Voorstelling: Gijsbreght van Aemstel
Gezelschap: Nomade

Regisseur: Ab Gietelink
Dramaturgie: Jacob Dekker

Locatie: Ruïne van Brederode
Datum: 11 september 2008

Nomade vecht met Vondel en NAVO-soldaten
door: Yvonne Kruiper

Plots is de randstad verdwenen en maakt de snelweg plaats voor kronkelende landweggetjes. Daar doemt tussen knoestige bomen een oude ruïne op. Over een houten bruggetje wordt de grond betreden waar Willem van Brederode rond 1300 zijn kasteel liet bouwen.
Anno 2008 staan er slechts nog restanten, die desalniettemin de sfeer van vroegere tijden oproepen.
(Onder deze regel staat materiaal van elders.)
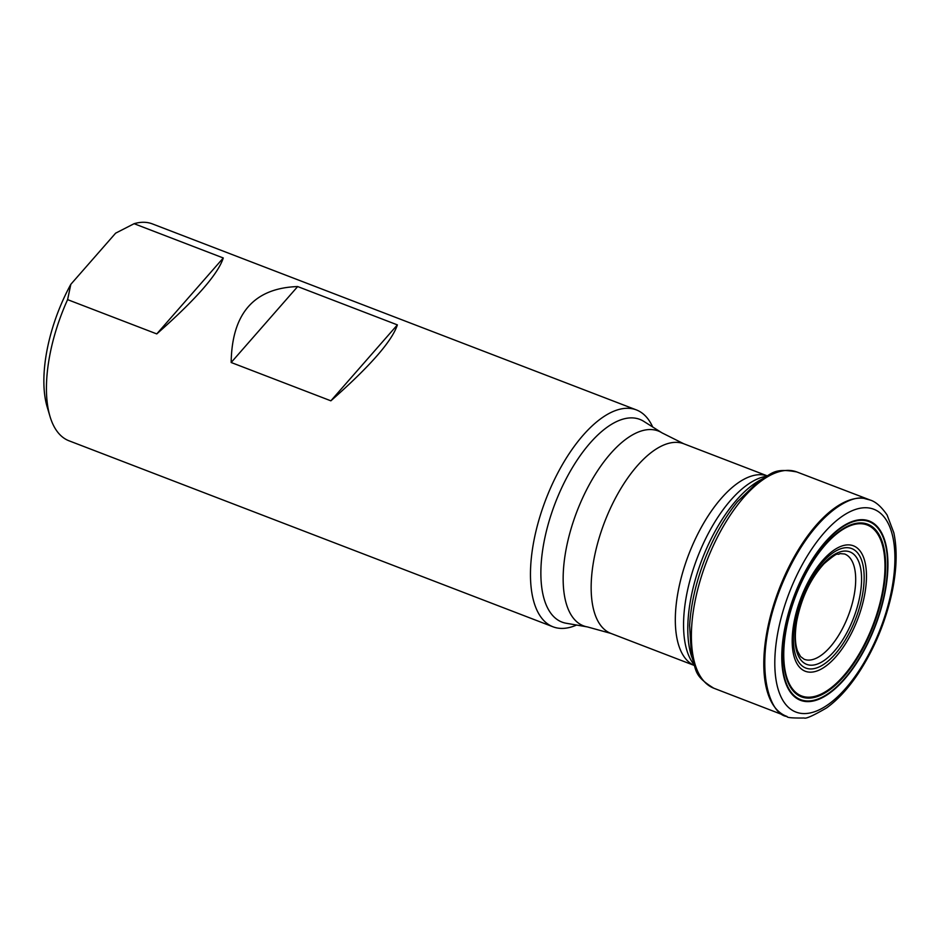 <?xml version="1.0" encoding="UTF-8"?>
<svg xmlns="http://www.w3.org/2000/svg" width="941" height="941" viewBox="0 0 941 941"><rect width="100%" height="100%" fill="white"/><g stroke="black" fill="none" stroke-linecap="round" stroke-linejoin="round"><path stroke-width="1.41" d="M576.562 625.047A116.19 52.39 -69 0 1 553.002 626.8A116.19 52.39 -69 0 1 543.745 505.07A116.19 52.39 -69 0 1 631.211 408.559A116.19 52.39 -69 0 1 636.363 409.9L152.348 223.887A116.19 52.39 -69 0 0 147.196 222.546A116.19 52.39 -69 0 0 134.104 223.699L115.625 233.168L70.834 284.311A107.039 48.262 -69 0 0 47.156 406.9L50.002 416.451A116.19 52.39 -69 0 1 67.599 299.638L70.834 284.311M553.002 626.8L68.987 440.788A116.19 52.39 -69 0 1 50.002 416.451M156.771 333.914L223.288 257.975C217.983 274.196 195.81 299.509 156.771 333.914L67.599 299.638M134.104 223.699L223.288 257.975M297.674 286.558L397.373 324.88L330.867 400.819L231.168 362.497C231.898 313.377 254.07 288.064 297.674 286.558L231.168 362.497M397.373 324.88C392.079 341.101 369.907 366.414 330.867 400.819M636.363 409.9A116.19 52.39 -69 0 1 652.678 426.979M806.79 659.97A56.389 25.431 111 0 0 849.3 612.979A56.389 25.431 111 0 0 844.618 553.99L840.054 553.602C835.549 556.26 841.325 549.109 824.128 563.624C810.495 578.621 801.356 597.876 796.698 621.389C794.663 634.034 794.957 643.973 797.603 651.207L800.532 656.536L804.167 659.265A56.389 25.431 111 0 0 806.79 659.97M809.319 665.064A60.259 27.171 -69 0 1 814 576.174A60.259 27.171 -69 0 1 861.474 583.126A60.259 27.171 -69 0 1 809.319 665.064M808.648 668.804A64.012 28.865 -69 0 1 813.612 574.375A64.012 28.865 -69 0 1 864.05 581.761A64.012 28.865 -69 0 1 808.648 668.804M808.19 672.015A67.187 30.3 111 0 0 866.355 580.644A67.187 30.3 111 0 0 813.4 572.904A67.187 30.3 111 0 0 808.19 672.015M805.567 696.987A91.571 41.286 111 0 0 884.822 572.469A91.571 41.286 111 0 0 812.671 561.918A91.571 41.286 111 0 0 805.567 696.987M805.461 697.916A92.477 41.698 -69 0 1 812.636 561.506A92.477 41.698 -69 0 1 885.505 572.163A92.477 41.698 -69 0 1 805.461 697.916M804.849 700.763A95.359 42.992 111 0 0 887.398 571.081A95.359 42.992 111 0 0 812.248 560.083A95.359 42.992 111 0 0 804.849 700.763M804.649 701.386A96.017 43.298 111 0 0 887.763 570.811A96.017 43.298 111 0 0 812.095 559.742A96.017 43.298 111 0 0 804.649 701.386M800.697 713.313A108.638 48.979 111 0 0 884.281 617.884A108.638 48.979 111 0 0 869.002 507.987A108.638 48.979 111 0 0 785.429 603.416A108.638 48.979 111 0 0 800.697 713.313M787.029 716.466C786.641 717.654 792.357 718.159 804.19 717.995C805.825 718.995 813.283 715.642 826.563 707.926C837.69 699.892 848.217 688.471 858.133 673.674C874.318 649.067 885.657 621.836 892.127 592.007C896.82 569.329 897.385 549.591 893.821 532.759L887.081 514.962C881.317 506.67 875.695 501.694 870.202 500.047L865.155 498.73C851.382 493.366 809.001 515.339 779.736 590.019C750.8 665.946 769.797 715.254 787.099 716.489M869.684 499.847A115.919 52.261 111 0 0 869.366 499.73L869.366 499.73A115.919 52.261 111 0 0 779.089 589.219A115.919 52.261 111 0 0 786.194 716.136L786.194 716.136A115.919 52.261 111 0 0 786.511 716.266M869.79 499.894L796.874 471.97A115.825 52.225 111 0 0 706.667 561.389A115.825 52.225 111 0 0 713.772 688.2L786.629 716.301M784.653 630.517A68.634 30.947 -69 0 1 785.041 626.906M817.27 554.614A68.634 30.947 -69 0 1 818.646 553.19M587.466 626.929L566.164 623.248A108.58 48.956 -69 0 1 551.697 512.892A108.58 48.956 -69 0 1 635.022 418.133A108.58 48.956 -69 0 1 643.762 421.356L662.041 432.884L683.754 443.764A101.581 45.803 -69 0 0 679.237 442.588A101.581 45.803 -69 0 0 602.769 526.96A101.581 45.803 -69 0 0 610.874 633.399L587.466 626.929A104.357 47.05 -69 0 1 573.563 520.855A104.357 47.05 -69 0 1 653.642 429.79A104.357 47.05 -69 0 1 662.041 432.884M694.082 665.346A101.581 45.803 -69 0 1 687.318 558.236A101.581 45.803 -69 0 1 763.41 474.934A101.581 45.803 -69 0 1 766.939 475.758M693.658 664.123A104.145 46.956 -69 0 1 697.305 557.79A104.145 46.956 -69 0 1 765.809 476.381M691.529 656.289A107.58 48.509 -69 0 1 701.998 559.589A107.58 48.509 -69 0 1 758.987 480.78M796.874 471.97C772.632 467.454 772.196 474.323 759.293 480.557L737.438 501.718C724.405 517.891 713.49 537.217 704.691 559.672C695.905 582.514 690.87 604.487 689.6 625.6L691.506 656.171C696.94 669.698 692.552 675.156 713.772 688.2M766.974 475.746L683.754 443.764M694.093 665.381L610.874 633.399"/></g></svg>

De slotgracht houdt nog immer de wacht en kleine lichtjes wekken vergane glorie weer tot leven.
Op deze zinnenprikkelende locatie speelt het gezelschap ‘Nomade’ de 17e eeuwse toneelklassieker ‘Gijsbreght van Aemstel’. Overigens niet de eerste ludieke locatie voor dit gezelschap. Nomade, opgericht in 1984, speelt haar voorstellingen in burchten, kerken en fabriekshallen.
Giebelink heeft ervoor gekozen om het stuk, dat in 1638 in première ging bij de opening van de Amsterdamse stadsschouwburg, op te voeren in de originele tekst. De statig rijmende zinnen vergen de nodige concentratie van de toeschouwer, maar leveren fascinerende conversaties op en doen eer aan de rijke taal van Vondel.
Terwijl de tekst intact is gelaten, is ervoor gekozen om het stuk te moderniseren door een link te leggen met de situatie in Uruzgan. Een keuze die te begrijpen en te verantwoorden is, al had een klassieke opvoering zeker nog zijn waarde gehad. Nu lijkt het stuk te blijven hangen tussen enerzijds een klassiek kostuumdrama en anderzijds de jongensdrang naar het gebruik van moderne video- en geluidstechnieken. De boodschap - dat de belegering van Amsterdam en de NAVO-acties in Afghanistan wellicht meer overeenkomsten vertonen dan aanvankelijk lijkt – wordt rijkelijk gevisualiseerd door het integreren van moderne oorlogsbeelden.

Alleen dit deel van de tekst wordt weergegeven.